> _What to produce_: The copy you print must match the listing exactly, with its pictures removed.

> _Data excerpts_:
###

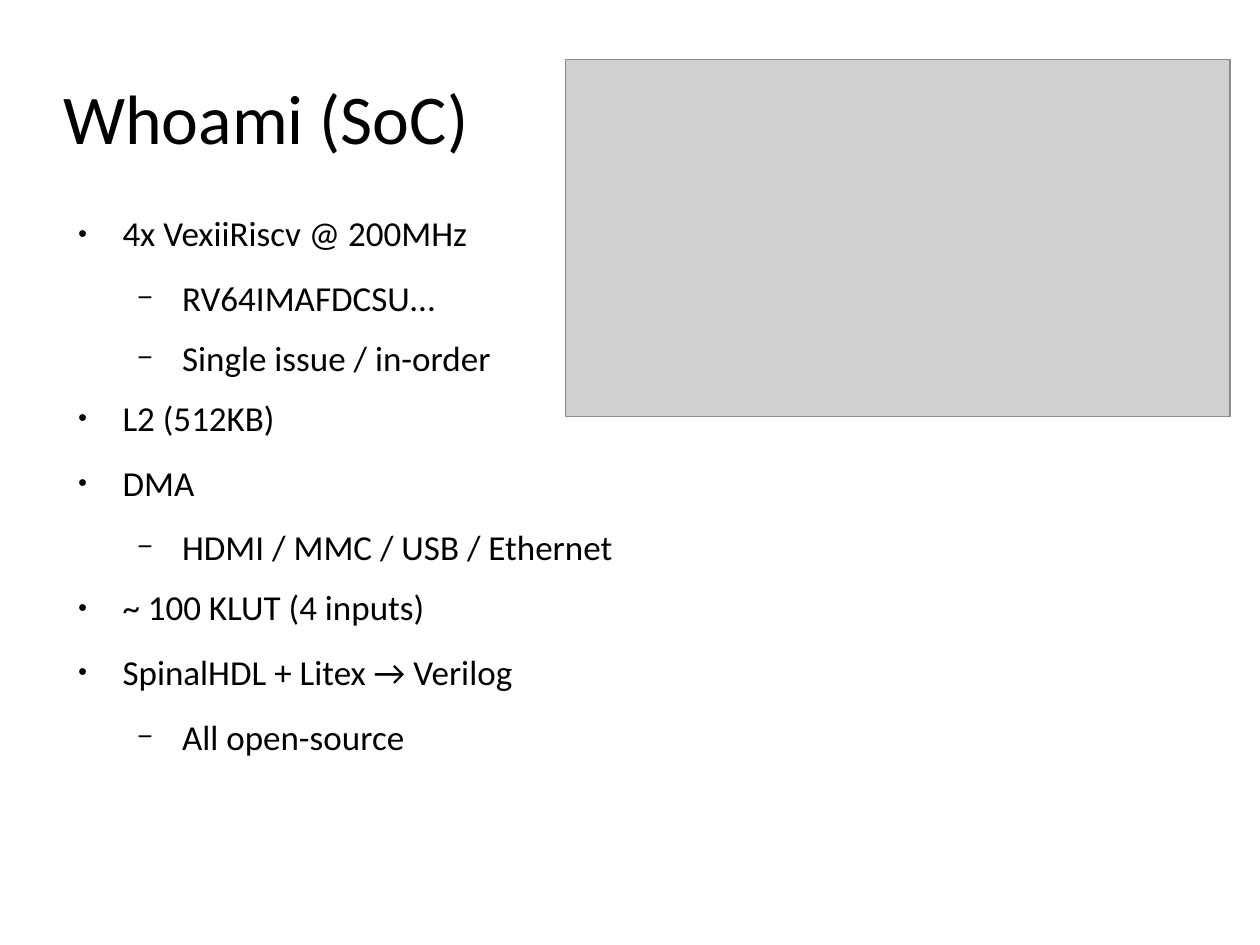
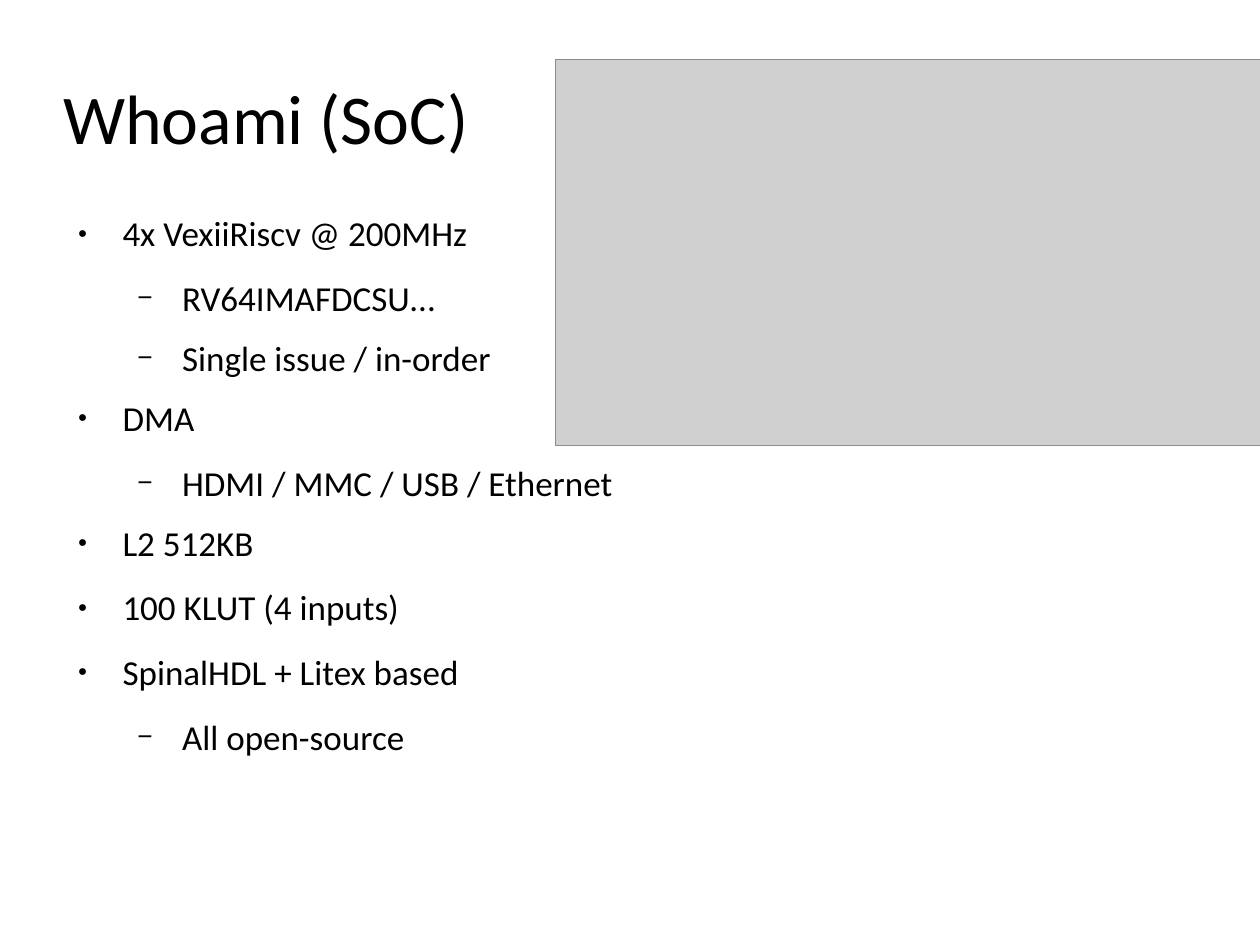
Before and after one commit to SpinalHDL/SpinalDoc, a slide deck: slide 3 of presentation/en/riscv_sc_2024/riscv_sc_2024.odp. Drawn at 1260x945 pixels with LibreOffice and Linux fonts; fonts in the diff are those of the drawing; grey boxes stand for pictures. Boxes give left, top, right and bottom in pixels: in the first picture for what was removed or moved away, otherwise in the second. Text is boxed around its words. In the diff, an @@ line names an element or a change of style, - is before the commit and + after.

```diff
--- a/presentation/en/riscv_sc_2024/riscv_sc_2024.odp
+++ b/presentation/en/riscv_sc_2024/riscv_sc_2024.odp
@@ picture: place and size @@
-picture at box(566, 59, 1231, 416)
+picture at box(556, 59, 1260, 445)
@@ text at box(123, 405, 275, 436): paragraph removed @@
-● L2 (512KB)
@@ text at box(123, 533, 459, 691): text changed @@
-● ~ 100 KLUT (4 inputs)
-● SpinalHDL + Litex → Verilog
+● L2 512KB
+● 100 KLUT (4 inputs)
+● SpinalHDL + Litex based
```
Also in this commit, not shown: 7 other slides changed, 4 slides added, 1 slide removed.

###

> _Final answer_:
Before and after one commit to SpinalHDL/SpinalDoc, a slide deck: slide 3 of presentation/en/riscv_sc_2024/riscv_sc_2024.odp. Drawn at 1260x945 pixels with LibreOffice and Linux fonts; fonts in the diff are those of the drawing; grey boxes stand for pictures. Boxes give left, top, right and bottom in pixels: in the first picture for what was removed or moved away, otherwise in the second. Text is boxed around its words. In the diff, an @@ line names an element or a change of style, - is before the commit and + after.

```diff
--- a/presentation/en/riscv_sc_2024/riscv_sc_2024.odp
+++ b/presentation/en/riscv_sc_2024/riscv_sc_2024.odp
@@ picture: place and size @@
-picture at box(566, 59, 1231, 416)
+picture at box(556, 59, 1260, 445)
@@ text at box(123, 405, 275, 436): paragraph removed @@
-● L2 (512KB)
@@ text at box(123, 533, 459, 691): text changed @@
-● ~ 100 KLUT (4 inputs)
-● SpinalHDL + Litex → Verilog
+● L2 512KB
+● 100 KLUT (4 inputs)
+● SpinalHDL + Litex based
```
Also in this commit, not shown: 7 other slides changed, 4 slides added, 1 slide removed.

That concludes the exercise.